Arrivés au quasi terme de ces nombreuses et chatoyantes nuances, l'intensité craquelante de kettle vessel est chargée de raccompagner (calmement) les visiteurs opportuns jusqu'à la porte de sortie, à moins que ce ne soit, au bord de la fenêtre.

thierry massard / vendredi 13 novembre 2020 - 13:20

doubledgescissor netlabel / free download 

Should we jump out the window before it's too late? Delicate question to all appearances. 
If so, we would recommend the ground floor instead. 
If not, you only have Turkish Modular from Messrs Bioni Samp and Psychiceyeclix

Duo with inventive and multi-faceted productivity, discovered by the greatest chance during an erratic stroll through the winding corridors of an infinite towards the beyond, Bioni Samp & Psychiceyeclix deserve a freeze-frame (recommended for the ground floor) or less prosaically, a scratched zapping with shapes, colors, saturated sounds enriched with glitch-art. We immediately succumb to the wind charmer. Beware, however, of successive appearances and disappearances, these gentlemen handle, with dexterity, the art of misleading, on the "lune" (moon) the good children, that we are, in the dark or dazzling meanders of a reality completely rebuilt for the purposes of the scenario. 

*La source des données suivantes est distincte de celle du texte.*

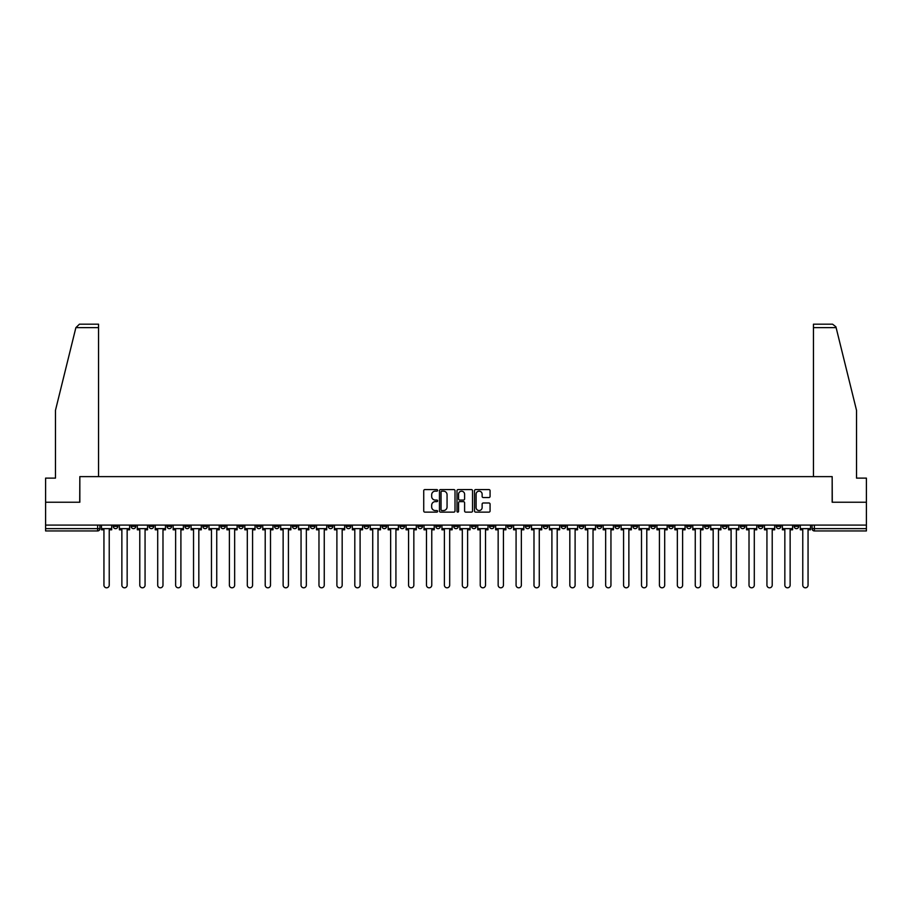 <?xml version="1.0" encoding="UTF-8"?>
<svg xmlns="http://www.w3.org/2000/svg" width="912" height="912" viewBox="0 0 912 912"><rect width="100%" height="100%" fill="white"/><g stroke="black" fill="none" stroke-linecap="round" stroke-linejoin="round"><path stroke-width="1.37" d="M437.623 490.371A0.787 0.787 0 0 0 436.837 489.584L424.855 489.584A1.129 1.129 0 0 0 423.727 490.702L423.727 511.005A1.129 1.129 0 0 0 424.855 512.122L436.837 512.122A0.787 0.787 0 0 0 437.623 511.336A0.787 0.787 0 0 0 436.837 510.549L435.286 510.549A3.602 3.602 0 0 1 431.672 506.947L431.672 505.248A3.602 3.602 0 0 1 435.286 501.646L436.837 501.646A0.787 0.787 0 0 0 437.623 500.859A0.787 0.787 0 0 0 436.837 500.061L435.286 500.061A3.602 3.602 0 0 1 431.672 496.459L431.672 494.76A3.602 3.602 0 0 1 435.286 491.158L436.837 491.158A0.787 0.787 0 0 0 437.623 490.371M704.566 525.084L704.566 526.349L709.16 526.349A2.303 2.303 0 0 1 706.857 528.652A2.303 2.303 0 0 1 704.566 526.349L704.566 525.084M597.052 525.084L597.052 526.349L601.646 526.349A2.303 2.303 0 0 1 599.344 528.652A2.303 2.303 0 0 1 597.052 526.349L597.052 525.084M579.131 525.084L579.131 526.349L583.726 526.349A2.303 2.303 0 0 1 581.434 528.652A2.303 2.303 0 0 1 579.131 526.349L579.131 525.084M471.618 525.084L471.618 526.349L476.212 526.349A2.303 2.303 0 0 1 473.921 528.652A2.303 2.303 0 0 1 471.618 526.349L471.618 525.084M453.697 525.084L453.697 526.349L458.303 526.349A2.303 2.303 0 0 1 456 528.652A2.303 2.303 0 0 1 453.697 526.349L453.697 525.084M435.788 525.084L435.788 526.349L440.382 526.349A2.303 2.303 0 0 1 438.079 528.652A2.303 2.303 0 0 1 435.788 526.349L435.788 525.084M399.946 525.084L399.946 526.349L404.54 526.349A2.303 2.303 0 0 1 402.249 528.652A2.303 2.303 0 0 1 399.946 526.349L399.946 525.084M364.116 526.349L364.116 525.084L364.116 526.349A2.303 2.303 0 0 0 366.407 528.652A2.303 2.303 0 0 1 364.116 526.349L368.71 526.349A2.303 2.303 0 0 1 366.407 528.652A2.303 2.303 0 0 0 368.71 526.349L368.71 525.084L368.71 526.349M346.195 526.349L346.195 525.084L346.195 526.349A2.303 2.303 0 0 0 348.487 528.652A2.303 2.303 0 0 1 346.195 526.349L350.789 526.349A2.303 2.303 0 0 1 348.487 528.652M328.274 526.349L328.274 525.084L328.274 526.349A2.303 2.303 0 0 0 330.566 528.652A2.303 2.303 0 0 1 328.274 526.349L332.869 526.349A2.303 2.303 0 0 1 330.566 528.652A2.303 2.303 0 0 0 332.869 526.349L332.869 525.084L332.869 526.349M310.354 525.084L310.354 526.349L314.948 526.349A2.303 2.303 0 0 1 312.656 528.652A2.303 2.303 0 0 1 310.354 526.349L310.354 525.084M292.433 525.084L292.433 526.349L297.027 526.349A2.303 2.303 0 0 1 294.736 528.652A2.303 2.303 0 0 1 292.433 526.349L292.433 525.084M274.523 525.084L274.523 526.349L279.118 526.349A2.303 2.303 0 0 1 276.815 528.652A2.303 2.303 0 0 1 274.523 526.349L274.523 525.084M256.603 526.349L256.603 525.084L256.603 526.349A2.303 2.303 0 0 0 258.894 528.652A2.303 2.303 0 0 1 256.603 526.349L261.197 526.349A2.303 2.303 0 0 1 258.894 528.652M220.761 526.349L220.761 525.084L220.761 526.349A2.303 2.303 0 0 0 223.064 528.652A2.303 2.303 0 0 1 220.761 526.349L225.355 526.349A2.303 2.303 0 0 1 223.064 528.652A2.303 2.303 0 0 0 225.355 526.349L225.355 525.084L225.355 526.349M202.84 526.349L202.84 525.084L202.84 526.349A2.303 2.303 0 0 0 205.143 528.652A2.303 2.303 0 0 1 202.84 526.349L207.434 526.349A2.303 2.303 0 0 1 205.143 528.652A2.303 2.303 0 0 0 207.434 526.349L207.434 525.084L207.434 526.349M184.931 526.349L184.931 525.084L184.931 526.349A2.303 2.303 0 0 0 187.222 528.652A2.303 2.303 0 0 1 184.931 526.349L189.525 526.349A2.303 2.303 0 0 1 187.222 528.652A2.303 2.303 0 0 0 189.525 526.349L189.525 525.084L189.525 526.349M167.01 526.349L167.01 525.084L167.01 526.349A2.303 2.303 0 0 0 169.301 528.652A2.303 2.303 0 0 1 167.01 526.349L171.604 526.349A2.303 2.303 0 0 1 169.301 528.652M149.089 526.349L149.089 525.084L149.089 526.349A2.303 2.303 0 0 0 151.392 528.652A2.303 2.303 0 0 1 149.089 526.349L153.683 526.349A2.303 2.303 0 0 1 151.392 528.652A2.303 2.303 0 0 0 153.683 526.349L153.683 525.084L153.683 526.349M131.168 526.349L131.168 525.084L131.168 526.349A2.303 2.303 0 0 0 133.471 528.652A2.303 2.303 0 0 1 131.168 526.349L135.763 526.349A2.303 2.303 0 0 1 133.471 528.652A2.303 2.303 0 0 0 135.763 526.349L135.763 525.084L135.763 526.349M488.946 497.53A1.129 1.129 0 0 0 490.075 496.402L490.075 490.702A1.129 1.129 0 0 0 488.946 489.584L475.642 489.584A1.129 1.129 0 0 0 474.514 490.702L474.514 511.005A1.129 1.129 0 0 0 475.642 512.122L488.946 512.122A1.129 1.129 0 0 0 490.075 511.005L490.075 504.119A1.129 1.129 0 0 0 488.946 502.991L483.257 502.991A1.129 1.129 0 0 0 482.129 504.119L482.129 507.528A3.021 3.021 0 0 1 479.108 510.549A3.021 3.021 0 0 1 476.098 507.528L476.098 494.179A3.021 3.021 0 0 1 479.108 491.158A3.021 3.021 0 0 1 482.129 494.179L482.129 496.402A1.129 1.129 0 0 0 483.257 497.53L488.946 497.53M75.878 327.647L79.424 324.193L98.553 324.193L98.553 327.647L75.878 327.647L55.472 410.343L55.472 478.116L45.6 478.116L45.6 502.227L79.834 502.227L79.834 476.623L832.166 476.623L832.166 502.227L866.4 502.227L866.4 525.084L45.6 525.084L45.6 528.652L99.932 528.652L99.932 525.084L99.932 528.652A2.303 2.303 0 0 1 97.63 530.944L45.6 530.944L45.6 528.652M45.6 502.227L45.6 525.084M455.008 490.702A1.129 1.129 0 0 0 453.891 489.584L440.587 489.584A1.129 1.129 0 0 0 439.459 490.702L439.459 511.005A1.129 1.129 0 0 0 440.587 512.122L453.891 512.122A1.129 1.129 0 0 0 455.008 511.005L455.008 490.702M458.109 489.584L471.413 489.584A1.129 1.129 0 0 1 472.541 490.702L472.541 511.005A1.129 1.129 0 0 1 471.413 512.122L465.724 512.122A1.129 1.129 0 0 1 464.596 511.005L464.596 502.774A1.129 1.129 0 0 0 463.467 501.646L459.694 501.646A1.129 1.129 0 0 0 458.565 502.774L458.565 511.336A0.787 0.787 0 0 1 457.778 512.122A0.787 0.787 0 0 1 456.992 511.336L456.992 490.702A1.129 1.129 0 0 1 458.109 489.584M812.068 525.084L812.068 528.652L866.4 528.652L866.4 530.944L814.37 530.944A2.303 2.303 0 0 1 812.068 528.652A2.303 2.303 0 0 0 814.37 530.944L814.37 525.084M866.4 525.084L866.4 528.652M798.741 526.349L798.741 525.084L798.741 526.349A2.303 2.303 0 0 1 796.45 528.652A2.303 2.303 0 0 1 794.147 526.349L798.741 526.349A2.303 2.303 0 0 1 796.45 528.652M794.147 525.084L794.147 526.349M780.832 525.084L780.832 526.349A2.303 2.303 0 0 1 778.529 528.652A2.303 2.303 0 0 1 776.237 526.349A2.303 2.303 0 0 0 778.529 528.652M776.237 525.084L776.237 526.349L780.832 526.349M762.911 525.084L762.911 526.349A2.303 2.303 0 0 1 760.608 528.652A2.303 2.303 0 0 1 758.317 526.349L762.911 526.349A2.303 2.303 0 0 1 760.608 528.652M758.317 525.084L758.317 526.349M744.99 525.084L744.99 526.349A2.303 2.303 0 0 1 742.699 528.652A2.303 2.303 0 0 1 740.396 526.349A2.303 2.303 0 0 0 742.699 528.652M740.396 525.084L740.396 526.349L744.99 526.349M727.069 525.084L727.069 526.349A2.303 2.303 0 0 1 724.778 528.652A2.303 2.303 0 0 1 722.475 526.349L727.069 526.349M722.475 525.084L722.475 526.349M709.16 525.084L709.16 526.349A2.303 2.303 0 0 1 706.857 528.652M691.239 525.084L691.239 526.349A2.303 2.303 0 0 1 688.936 528.652A2.303 2.303 0 0 1 686.645 526.349L691.239 526.349M686.645 525.084L686.645 526.349M673.318 525.084L673.318 526.349A2.303 2.303 0 0 1 671.015 528.652A2.303 2.303 0 0 1 668.724 526.349L673.318 526.349M668.724 525.084L668.724 526.349M655.397 525.084L655.397 526.349A2.303 2.303 0 0 1 653.106 528.652A2.303 2.303 0 0 1 650.803 526.349A2.303 2.303 0 0 0 653.106 528.652M650.803 525.084L650.803 526.349L655.397 526.349M637.477 525.084L637.477 526.349A2.303 2.303 0 0 1 635.185 528.652A2.303 2.303 0 0 1 632.882 526.349L637.477 526.349M632.882 525.084L632.882 526.349M619.567 525.084L619.567 526.349A2.303 2.303 0 0 1 617.264 528.652A2.303 2.303 0 0 1 614.973 526.349L619.567 526.349M614.973 525.084L614.973 526.349M601.646 525.084L601.646 526.349M583.726 525.084L583.726 526.349L583.726 525.084M565.805 525.084L565.805 526.349A2.303 2.303 0 0 1 563.513 528.652A2.303 2.303 0 0 1 561.211 526.349L565.805 526.349M561.211 525.084L561.211 526.349M547.884 525.084L547.884 526.349A2.303 2.303 0 0 1 545.593 528.652A2.303 2.303 0 0 1 543.29 526.349L547.884 526.349M543.29 525.084L543.29 526.349M529.975 525.084L529.975 526.349A2.303 2.303 0 0 1 527.672 528.652A2.303 2.303 0 0 1 525.38 526.349L529.975 526.349M525.38 525.084L525.38 526.349M512.054 525.084L512.054 526.349A2.303 2.303 0 0 1 509.751 528.652A2.303 2.303 0 0 1 507.46 526.349L512.054 526.349M507.46 525.084L507.46 526.349M494.133 525.084L494.133 526.349A2.303 2.303 0 0 1 491.842 528.652A2.303 2.303 0 0 1 489.539 526.349L494.133 526.349M489.539 525.084L489.539 526.349M476.212 525.084L476.212 526.349A2.303 2.303 0 0 1 473.921 528.652M458.303 525.084L458.303 526.349M440.382 526.349L440.382 525.084L440.382 526.349A2.303 2.303 0 0 1 438.079 528.652M422.461 525.084L422.461 526.349A2.303 2.303 0 0 1 420.158 528.652A2.303 2.303 0 0 1 417.867 526.349A2.303 2.303 0 0 0 420.158 528.652A2.303 2.303 0 0 0 422.461 526.349L417.867 526.349L417.867 525.084M404.54 526.349L404.54 525.084L404.54 526.349A2.303 2.303 0 0 1 402.249 528.652M386.62 525.084L386.62 526.349A2.303 2.303 0 0 1 384.328 528.652A2.303 2.303 0 0 1 382.025 526.349A2.303 2.303 0 0 0 384.328 528.652M382.025 525.084L382.025 526.349L386.62 526.349M350.789 525.084L350.789 526.349L350.789 525.084M314.948 526.349L314.948 525.084L314.948 526.349A2.303 2.303 0 0 1 312.656 528.652M297.027 526.349L297.027 525.084L297.027 526.349A2.303 2.303 0 0 1 294.736 528.652M279.118 526.349L279.118 525.084L279.118 526.349A2.303 2.303 0 0 1 276.815 528.652M261.197 525.084L261.197 526.349L261.197 525.084M243.276 526.349L243.276 525.084L243.276 526.349A2.303 2.303 0 0 1 240.985 528.652A2.303 2.303 0 0 1 238.682 526.349L243.276 526.349A2.303 2.303 0 0 1 240.985 528.652M238.682 525.084L238.682 526.349M171.604 525.084L171.604 526.349L171.604 525.084M117.853 525.084L117.853 526.349A2.303 2.303 0 0 1 115.55 528.652A2.303 2.303 0 0 1 113.259 526.349A2.303 2.303 0 0 0 115.55 528.652A2.303 2.303 0 0 0 117.853 526.349L117.853 525.084M113.259 525.084L113.259 526.349L117.853 526.349M97.63 525.084L97.63 530.944A2.303 2.303 0 0 0 99.932 528.652M441.818 491.158A0.787 0.787 0 0 0 441.032 491.944L441.032 509.762A0.787 0.787 0 0 0 441.818 510.549L443.46 510.549A3.602 3.602 0 0 0 447.062 506.947L447.062 494.76A3.602 3.602 0 0 0 443.46 491.158L441.818 491.158M464.596 494.224A3.021 3.021 0 0 0 461.586 491.215A3.021 3.021 0 0 0 458.565 494.224L458.565 498.932A1.129 1.129 0 0 0 459.694 500.061L463.467 500.061A1.129 1.129 0 0 0 464.596 498.932L464.596 494.224M101.483 528.652L101.483 529.804L103.945 529.804L103.945 585.162A2.645 2.645 0 0 0 106.59 587.807A2.645 2.645 0 0 0 109.235 585.162L109.235 529.804L111.697 529.804L111.697 528.652L101.483 528.652L101.483 525.084M111.697 528.652L111.697 525.084M98.553 476.623L98.553 327.647M79.709 502.227L79.834 476.623M866.4 502.227L866.4 478.116L856.528 478.116L856.528 410.343L835.916 326.815L832.576 324.193L813.447 324.193L813.447 476.623M832.291 502.227L832.166 476.623M119.404 528.652L119.404 529.804L121.866 529.804L121.866 585.162A2.645 2.645 0 0 0 124.511 587.807A2.645 2.645 0 0 0 127.156 585.162L127.156 529.804L129.618 529.804L129.618 528.652L119.404 528.652L119.404 525.084M129.618 528.652L129.618 525.084M137.313 528.652L137.313 529.804L139.787 529.804L139.787 585.162A2.645 2.645 0 0 0 142.432 587.807A2.645 2.645 0 0 0 145.065 585.162L145.065 529.804L147.539 529.804L147.539 528.652L137.313 528.652L137.313 525.084M147.539 528.652L147.539 525.084M155.234 528.652L155.234 529.804L157.708 529.804L157.708 585.162A2.645 2.645 0 0 0 160.341 587.807A2.645 2.645 0 0 0 162.986 585.162L162.986 529.804L165.46 529.804L165.46 528.652L155.234 528.652L155.234 525.084M165.46 528.652L165.46 525.084M173.155 528.652L173.155 529.804L175.628 529.804L175.628 585.162A2.645 2.645 0 0 0 178.262 587.807A2.645 2.645 0 0 0 180.907 585.162L180.907 529.804L183.38 529.804L183.38 528.652L173.155 528.652L173.155 525.084M183.38 528.652L183.38 525.084M191.075 528.652L191.075 529.804L193.538 529.804L193.538 585.162A2.645 2.645 0 0 0 196.183 587.807A2.645 2.645 0 0 0 198.827 585.162L198.827 529.804L201.29 529.804L201.29 528.652L191.075 528.652L191.075 525.084M201.29 528.652L201.29 525.084M208.985 528.652L208.985 529.804L211.459 529.804L211.459 585.162A2.645 2.645 0 0 0 214.103 587.807A2.645 2.645 0 0 0 216.748 585.162L216.748 529.804L219.211 529.804L219.211 528.652L208.985 528.652L208.985 525.084M219.211 528.652L219.211 525.084M226.906 528.652L226.906 529.804L229.379 529.804L229.379 585.162A2.645 2.645 0 0 0 232.024 587.807A2.645 2.645 0 0 0 234.658 585.162L234.658 529.804L237.131 529.804L237.131 528.652L226.906 528.652L226.906 525.084M237.131 528.652L237.131 525.084M244.826 528.652L244.826 529.804L247.3 529.804L247.3 585.162A2.645 2.645 0 0 0 249.934 587.807A2.645 2.645 0 0 0 252.578 585.162L252.578 529.804L255.052 529.804L255.052 528.652L244.826 528.652L244.826 525.084M255.052 528.652L255.052 525.084M262.747 528.652L262.747 529.804L265.21 529.804L265.21 585.162A2.645 2.645 0 0 0 267.854 587.807A2.645 2.645 0 0 0 270.499 585.162L270.499 529.804L272.973 529.804L272.973 528.652L262.747 528.652L262.747 525.084M272.973 528.652L272.973 525.084M280.668 528.652L280.668 529.804L283.13 529.804L283.13 585.162A2.645 2.645 0 0 0 285.775 587.807A2.645 2.645 0 0 0 288.42 585.162L288.42 529.804L290.882 529.804L290.882 528.652L280.668 528.652L280.668 525.084M290.882 528.652L290.882 525.084M298.577 528.652L298.577 529.804L301.051 529.804L301.051 585.162A2.645 2.645 0 0 0 303.696 587.807A2.645 2.645 0 0 0 306.341 585.162L306.341 529.804L308.803 529.804L308.803 528.652L298.577 528.652L298.577 525.084M308.803 528.652L308.803 525.084M316.498 528.652L316.498 529.804L318.972 529.804L318.972 585.162A2.645 2.645 0 0 0 321.617 587.807A2.645 2.645 0 0 0 324.25 585.162L324.25 529.804L326.724 529.804L326.724 528.652L316.498 528.652L316.498 525.084M326.724 528.652L326.724 525.084M334.419 528.652L334.419 529.804L336.893 529.804L336.893 585.162A2.645 2.645 0 0 0 339.526 587.807A2.645 2.645 0 0 0 342.171 585.162L342.171 529.804L344.645 529.804L344.645 528.652L334.419 528.652L334.419 525.084M344.645 528.652L344.645 525.084M352.34 528.652L352.34 529.804L354.802 529.804L354.802 585.162A2.645 2.645 0 0 0 357.447 587.807A2.645 2.645 0 0 0 360.092 585.162L360.092 529.804L362.566 529.804L362.566 528.652L352.34 528.652L352.34 525.084M362.566 528.652L362.566 525.084M370.261 528.652L370.261 529.804L372.723 529.804L372.723 585.162A2.645 2.645 0 0 0 375.368 587.807A2.645 2.645 0 0 0 378.013 585.162L378.013 529.804L380.475 529.804L380.475 528.652L370.261 528.652L370.261 525.084M380.475 528.652L380.475 525.084M388.17 528.652L388.17 529.804L390.644 529.804L390.644 585.162A2.645 2.645 0 0 0 393.289 587.807A2.645 2.645 0 0 0 395.922 585.162L395.922 529.804L398.396 529.804L398.396 528.652L388.17 528.652L388.17 525.084M398.396 528.652L398.396 525.084M406.091 528.652L406.091 529.804L408.565 529.804L408.565 585.162A2.645 2.645 0 0 0 411.209 587.807A2.645 2.645 0 0 0 413.843 585.162L413.843 529.804L416.317 529.804L416.317 528.652L406.091 528.652L406.091 525.084M416.317 528.652L416.317 525.084M424.012 528.652L424.012 529.804L426.485 529.804L426.485 585.162A2.645 2.645 0 0 0 429.119 587.807A2.645 2.645 0 0 0 431.764 585.162L431.764 529.804L434.237 529.804L434.237 528.652L424.012 528.652L424.012 525.084M434.237 528.652L434.237 525.084M441.932 528.652L441.932 529.804L444.395 529.804L444.395 585.162A2.645 2.645 0 0 0 447.04 587.807A2.645 2.645 0 0 0 449.684 585.162L449.684 529.804L452.147 529.804L452.147 528.652L441.932 528.652L441.932 525.084M452.147 528.652L452.147 525.084M459.853 528.652L459.853 529.804L462.316 529.804L462.316 585.162A2.645 2.645 0 0 0 464.96 587.807A2.645 2.645 0 0 0 467.605 585.162L467.605 529.804L470.068 529.804L470.068 528.652L459.853 528.652L459.853 525.084M470.068 528.652L470.068 525.084M477.763 528.652L477.763 529.804L480.236 529.804L480.236 585.162A2.645 2.645 0 0 0 482.881 587.807A2.645 2.645 0 0 0 485.515 585.162L485.515 529.804L487.988 529.804L487.988 528.652L477.763 528.652L477.763 525.084M487.988 528.652L487.988 525.084M495.683 528.652L495.683 529.804L498.157 529.804L498.157 585.162A2.645 2.645 0 0 0 500.791 587.807A2.645 2.645 0 0 0 503.435 585.162L503.435 529.804L505.909 529.804L505.909 528.652L495.683 528.652L495.683 525.084M505.909 528.652L505.909 525.084M513.604 528.652L513.604 529.804L516.078 529.804L516.078 585.162A2.645 2.645 0 0 0 518.711 587.807A2.645 2.645 0 0 0 521.356 585.162L521.356 529.804L523.83 529.804L523.83 528.652L513.604 528.652L513.604 525.084M523.83 528.652L523.83 525.084M531.525 528.652L531.525 529.804L533.987 529.804L533.987 585.162A2.645 2.645 0 0 0 536.632 587.807A2.645 2.645 0 0 0 539.277 585.162L539.277 529.804L541.739 529.804L541.739 528.652L531.525 528.652L531.525 525.084M541.739 528.652L541.739 525.084M549.434 528.652L549.434 529.804L551.908 529.804L551.908 585.162A2.645 2.645 0 0 0 554.553 587.807A2.645 2.645 0 0 0 557.198 585.162L557.198 529.804L559.66 529.804L559.66 528.652L549.434 528.652L549.434 525.084M559.66 528.652L559.66 525.084M567.355 528.652L567.355 529.804L569.829 529.804L569.829 585.162A2.645 2.645 0 0 0 572.474 587.807A2.645 2.645 0 0 0 575.107 585.162L575.107 529.804L577.581 529.804L577.581 528.652L567.355 528.652L567.355 525.084M577.581 528.652L577.581 525.084M585.276 528.652L585.276 529.804L587.75 529.804L587.75 585.162A2.645 2.645 0 0 0 590.383 587.807A2.645 2.645 0 0 0 593.028 585.162L593.028 529.804L595.502 529.804L595.502 528.652L585.276 528.652L585.276 525.084M595.502 528.652L595.502 525.084M603.197 528.652L603.197 529.804L605.659 529.804L605.659 585.162A2.645 2.645 0 0 0 608.304 587.807A2.645 2.645 0 0 0 610.949 585.162L610.949 529.804L613.423 529.804L613.423 528.652L603.197 528.652L603.197 525.084M613.423 528.652L613.423 525.084M621.118 528.652L621.118 529.804L623.58 529.804L623.58 585.162A2.645 2.645 0 0 0 626.225 587.807A2.645 2.645 0 0 0 628.87 585.162L628.87 529.804L631.332 529.804L631.332 528.652L621.118 528.652L621.118 525.084M631.332 528.652L631.332 525.084M639.027 528.652L639.027 529.804L641.501 529.804L641.501 585.162A2.645 2.645 0 0 0 644.146 587.807A2.645 2.645 0 0 0 646.79 585.162L646.79 529.804L649.253 529.804L649.253 528.652L639.027 528.652L639.027 525.084M649.253 528.652L649.253 525.084M656.948 528.652L656.948 529.804L659.422 529.804L659.422 585.162A2.645 2.645 0 0 0 662.066 587.807A2.645 2.645 0 0 0 664.7 585.162L664.7 529.804L667.174 529.804L667.174 528.652L656.948 528.652L656.948 525.084M667.174 528.652L667.174 525.084M674.869 528.652L674.869 529.804L677.342 529.804L677.342 585.162A2.645 2.645 0 0 0 679.976 587.807A2.645 2.645 0 0 0 682.621 585.162L682.621 529.804L685.094 529.804L685.094 528.652L674.869 528.652L674.869 525.084M685.094 528.652L685.094 525.084M692.789 528.652L692.789 529.804L695.252 529.804L695.252 585.162A2.645 2.645 0 0 0 697.897 587.807A2.645 2.645 0 0 0 700.541 585.162L700.541 529.804L703.015 529.804L703.015 528.652L692.789 528.652L692.789 525.084M703.015 528.652L703.015 525.084M710.71 528.652L710.71 529.804L713.173 529.804L713.173 585.162A2.645 2.645 0 0 0 715.817 587.807A2.645 2.645 0 0 0 718.462 585.162L718.462 529.804L720.925 529.804L720.925 528.652L710.71 528.652L710.71 525.084M720.925 528.652L720.925 525.084M728.62 528.652L728.62 529.804L731.093 529.804L731.093 585.162A2.645 2.645 0 0 0 733.738 587.807A2.645 2.645 0 0 0 736.372 585.162L736.372 529.804L738.845 529.804L738.845 528.652L728.62 528.652L728.62 525.084M738.845 528.652L738.845 525.084M746.54 528.652L746.54 529.804L749.014 529.804L749.014 585.162A2.645 2.645 0 0 0 751.659 587.807A2.645 2.645 0 0 0 754.292 585.162L754.292 529.804L756.766 529.804L756.766 528.652L746.54 528.652L746.54 525.084M756.766 528.652L756.766 525.084M764.461 528.652L764.461 529.804L766.935 529.804L766.935 585.162A2.645 2.645 0 0 0 769.568 587.807A2.645 2.645 0 0 0 772.213 585.162L772.213 529.804L774.687 529.804L774.687 528.652L764.461 528.652L764.461 525.084M774.687 528.652L774.687 525.084M782.382 528.652L782.382 529.804L784.844 529.804L784.844 585.162A2.645 2.645 0 0 0 787.489 587.807A2.645 2.645 0 0 0 790.134 585.162L790.134 529.804L792.596 529.804L792.596 528.652L782.382 528.652L782.382 525.084M792.596 528.652L792.596 525.084M800.303 528.652L800.303 529.804L802.765 529.804L802.765 585.162A2.645 2.645 0 0 0 805.41 587.807A2.645 2.645 0 0 0 808.055 585.162L808.055 529.804L810.517 529.804L810.517 528.652L800.303 528.652L800.303 525.084M810.517 528.652L810.517 525.084M836.122 327.647L813.447 327.647"/></g></svg>

A clever "bidouillage", Turkish Modular succeeds where so many others fail. It must be said that the recipe is delicate which requires the correctness of the proportions between the various ingredients described by the protagonists as an "unfathomable array of random instruments & diy electronics" that we categorically refuse to translate. Simply retain the perfect balance, the constant mastery of the whole, which maintains on a taut thread (electronic tide), these field recordings, including in the studio, and the direct sources with multiple rhizomic protuberances. Here, no choice is necessary, since everything is essential. Thus, dominating an Abyss with surprisingly familiar walls which will not take long to disintegrate, we dive into the loops, worm, of a shaman's pipe, a new betrayal of images, a new "mise en abyme". 

Near the end of these many and shimmering nuances, the crackling intensity of the kettle vessel is responsible for accompanying (calmly) timely visitors to the exit door, or at the edge of the window.